Goal of the exercise:
Your reply should hold every entry below exactly as written and none of the pictures.

####

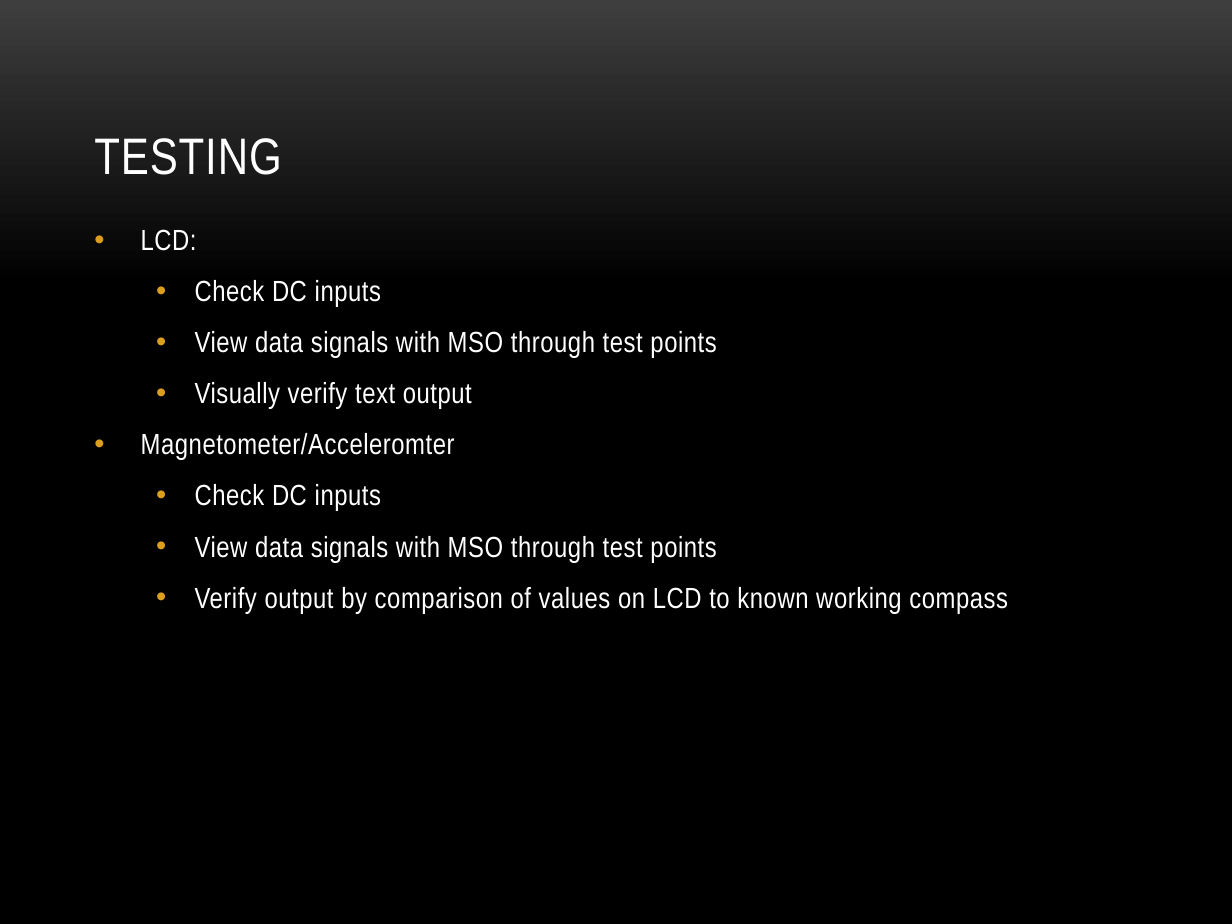
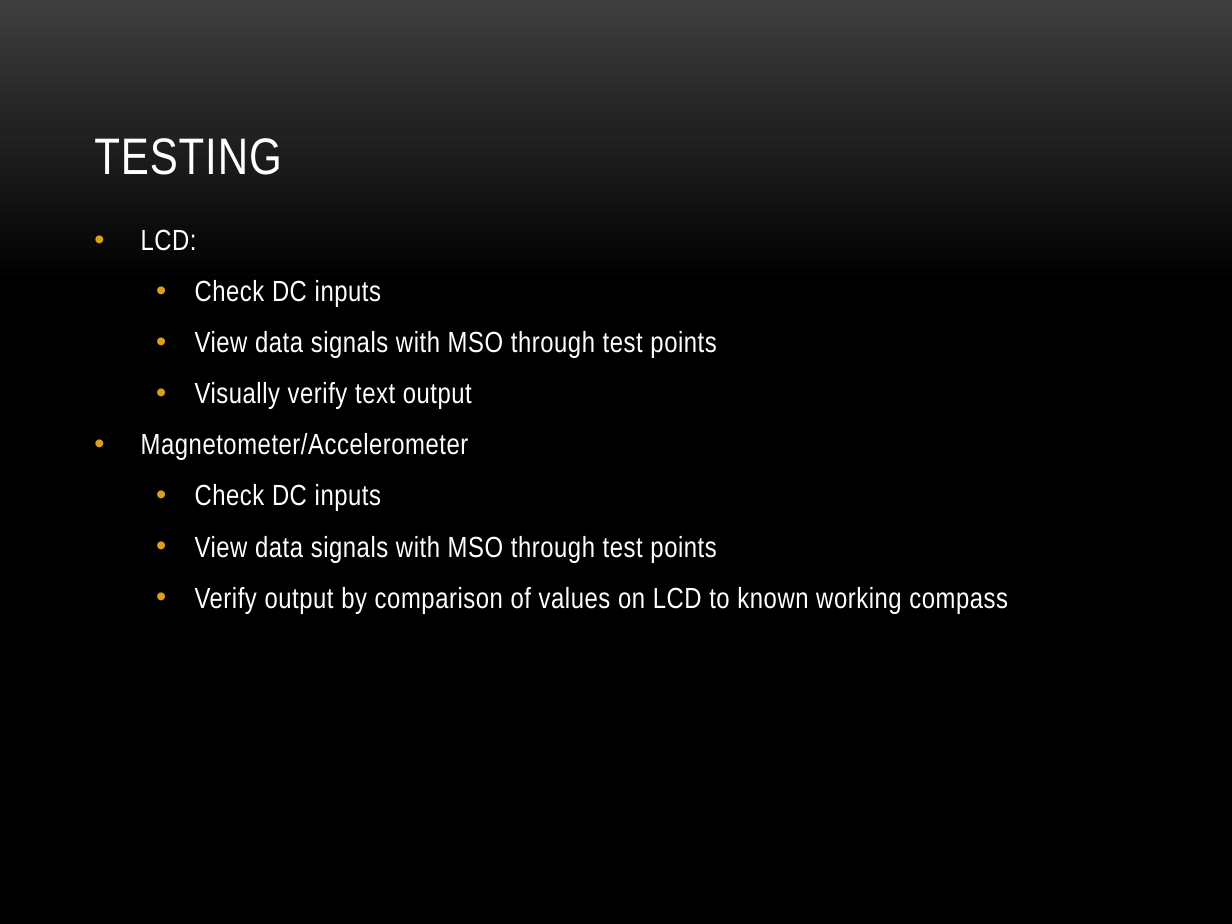
Before and after one commit to dosferatu/electronic-compass, a slide deck: slide 21 of Documentation/Project Documentation/Project Presentation.pptx (slide 18 before the commit). Drawn at 1232x924 pixels with LibreOffice and Linux fonts; fonts in the diff are those of the drawing; background and template pictures are left out. Boxes give left, top, right and bottom in pixels: in the first picture for what was removed or moved away, otherwise in the second. Text is boxed around its words. In the diff, an @@ line names an element or a change of style, - is before the commit and + after.

```diff
--- a/Documentation/Project Documentation/Project Presentation.pptx
+++ b/Documentation/Project Documentation/Project Presentation.pptx
@@ text at <box>141,433,469,460</box>: text changed @@
-• Magnetometer/Acceleromter
+• Magnetometer/Accelerometer
```
Also in this commit, not shown: 12 other slides changed, 3 slides added, 3 other files.

####

Exercise answer:
Before and after one commit to dosferatu/electronic-compass, a slide deck: slide 21 of Documentation/Project Documentation/Project Presentation.pptx (slide 18 before the commit). Drawn at 1232x924 pixels with LibreOffice and Linux fonts; fonts in the diff are those of the drawing; background and template pictures are left out. Boxes give left, top, right and bottom in pixels: in the first picture for what was removed or moved away, otherwise in the second. Text is boxed around its words. In the diff, an @@ line names an element or a change of style, - is before the commit and + after.

```diff
--- a/Documentation/Project Documentation/Project Presentation.pptx
+++ b/Documentation/Project Documentation/Project Presentation.pptx
@@ text at <box>141,433,469,460</box>: text changed @@
-• Magnetometer/Acceleromter
+• Magnetometer/Accelerometer
```
Also in this commit, not shown: 12 other slides changed, 3 slides added, 3 other files.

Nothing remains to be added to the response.